Nothing in the entries may change when you repeat them, and no images may appear.

* * * * * * * * *

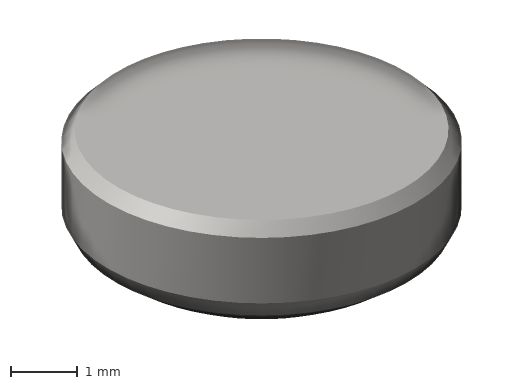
import cadquery as cq
import math

diameter = 6.0
height = 2.6
top_chamfer = 0.2
lower_bevel_width = 0.15
lower_bevel_height = 0.29
dome_height = 0.99

radius = diameter / 2
dome_edge_radius = radius - lower_bevel_width
wall_bottom_z = dome_height + lower_bevel_height

dome_sphere_radius = (dome_edge_radius**2 + dome_height**2) / (2 * dome_height)

half_angle = math.asin(dome_edge_radius / dome_sphere_radius) / 2
dome_middle = (
    dome_sphere_radius * math.sin(half_angle),
    dome_sphere_radius * (1 - math.cos(half_angle)),
)

profile = (
    cq.Workplane("XZ")
    .moveTo(0, 0)
    .threePointArc(dome_middle, (dome_edge_radius, dome_height))
    .lineTo(radius, wall_bottom_z)
    .lineTo(radius, height - top_chamfer)
    .lineTo(radius - top_chamfer, height)
    .lineTo(0, height)
    .close()
)

result = profile.revolve(360, (0, 0), (0, 1))
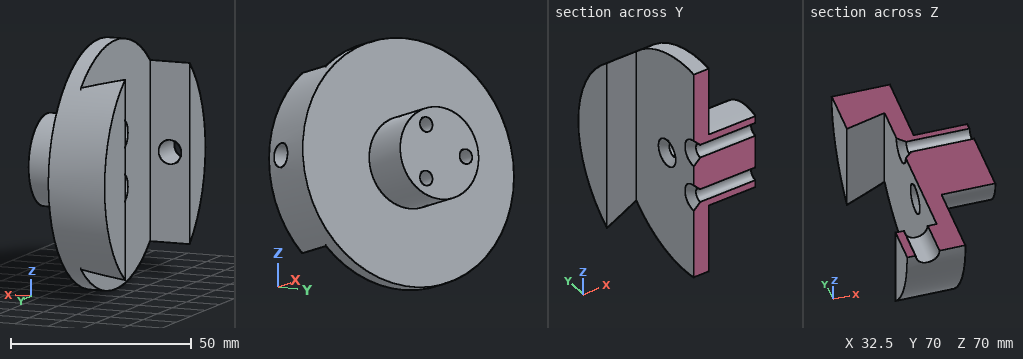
import cadquery as cq
import math

disk_diameter = 70.0
slot_depth = 11.9
floor_thickness = 5.05
stub_diameter = 26.0
stub_length = 15.55
slot_half_width = 24.0
dovetail_angle = 15.0

screw_count = 3
screw_circle_radius = 8.75
screw_hole_diameter = 4.2
countersink_diameter = 8.55
countersink_angle = 90.0

pin_hole_diameter = 6.8

disk_thickness = slot_depth + floor_thickness


def make_body():
    """Round disk with a coaxial stub on its +X face."""
    disk = cq.Workplane("YZ").circle(disk_diameter / 2).extrude(disk_thickness)
    return disk.faces(">X").workplane().circle(stub_diameter / 2).extrude(stub_length)


def make_slot():
    """Slot along Z: square wall on the -Y side, undercut wall on the +Y side."""
    undercut = slot_depth * math.tan(math.radians(dovetail_angle))
    return (
        cq.Workplane("XY")
        .moveTo(0, -slot_half_width)
        .lineTo(slot_depth, -slot_half_width)
        .lineTo(slot_depth, slot_half_width)
        .lineTo(0, slot_half_width - undercut)
        .close()
        .extrude(disk_diameter / 2, both=True)
    )


def drill_screw_holes(body):
    """Countersunk holes from the slot floor through the stub, one of them on +Y."""
    return (
        body.copyWorkplane(cq.Workplane("YZ", origin=(slot_depth, 0, 0)))
        .transformed(rotate=(0, 180, 0))
        .polarArray(screw_circle_radius, 180, 360, screw_count)
        .cskHole(screw_hole_diameter, countersink_diameter, countersink_angle)
    )


def make_pin_hole():
    """Radial hole through the -Y jaw, halfway along the slot depth."""
    return (
        cq.Workplane("XZ", origin=(slot_depth / 2, 0, 0))
        .circle(pin_hole_diameter / 2)
        .extrude(disk_diameter / 2)
    )


body = make_body().cut(make_slot())
result = drill_screw_holes(body).cut(make_pin_hole())

* * * * * * * * *

### [Answer space]
import cadquery as cq
import math

diameter = 6.0
height = 2.6
top_chamfer = 0.2
lower_bevel_width = 0.15
lower_bevel_height = 0.29
dome_height = 0.99

radius = diameter / 2
dome_edge_radius = radius - lower_bevel_width
wall_bottom_z = dome_height + lower_bevel_height

dome_sphere_radius = (dome_edge_radius**2 + dome_height**2) / (2 * dome_height)

half_angle = math.asin(dome_edge_radius / dome_sphere_radius) / 2
dome_middle = (
    dome_sphere_radius * math.sin(half_angle),
    dome_sphere_radius * (1 - math.cos(half_angle)),
)

profile = (
    cq.Workplane("XZ")
    .moveTo(0, 0)
    .threePointArc(dome_middle, (dome_edge_radius, dome_height))
    .lineTo(radius, wall_bottom_z)
    .lineTo(radius, height - top_chamfer)
    .lineTo(radius - top_chamfer, height)
    .lineTo(0, height)
    .close()
)

result = profile.revolve(360, (0, 0), (0, 1))
import cadquery as cq
import math

disk_diameter = 70.0
slot_depth = 11.9
floor_thickness = 5.05
stub_diameter = 26.0
stub_length = 15.55
slot_half_width = 24.0
dovetail_angle = 15.0

screw_count = 3
screw_circle_radius = 8.75
screw_hole_diameter = 4.2
countersink_diameter = 8.55
countersink_angle = 90.0

pin_hole_diameter = 6.8

disk_thickness = slot_depth + floor_thickness


def make_body():
    """Round disk with a coaxial stub on its +X face."""
    disk = cq.Workplane("YZ").circle(disk_diameter / 2).extrude(disk_thickness)
    return disk.faces(">X").workplane().circle(stub_diameter / 2).extrude(stub_length)


def make_slot():
    """Slot along Z: square wall on the -Y side, undercut wall on the +Y side."""
    undercut = slot_depth * math.tan(math.radians(dovetail_angle))
    return (
        cq.Workplane("XY")
        .moveTo(0, -slot_half_width)
        .lineTo(slot_depth, -slot_half_width)
        .lineTo(slot_depth, slot_half_width)
        .lineTo(0, slot_half_width - undercut)
        .close()
        .extrude(disk_diameter / 2, both=True)
    )


def drill_screw_holes(body):
    """Countersunk holes from the slot floor through the stub, one of them on +Y."""
    return (
        body.copyWorkplane(cq.Workplane("YZ", origin=(slot_depth, 0, 0)))
        .transformed(rotate=(0, 180, 0))
        .polarArray(screw_circle_radius, 180, 360, screw_count)
        .cskHole(screw_hole_diameter, countersink_diameter, countersink_angle)
    )


def make_pin_hole():
    """Radial hole through the -Y jaw, halfway along the slot depth."""
    return (
        cq.Workplane("XZ", origin=(slot_depth / 2, 0, 0))
        .circle(pin_hole_diameter / 2)
        .extrude(disk_diameter / 2)
    )


body = make_body().cut(make_slot())
result = drill_screw_holes(body).cut(make_pin_hole())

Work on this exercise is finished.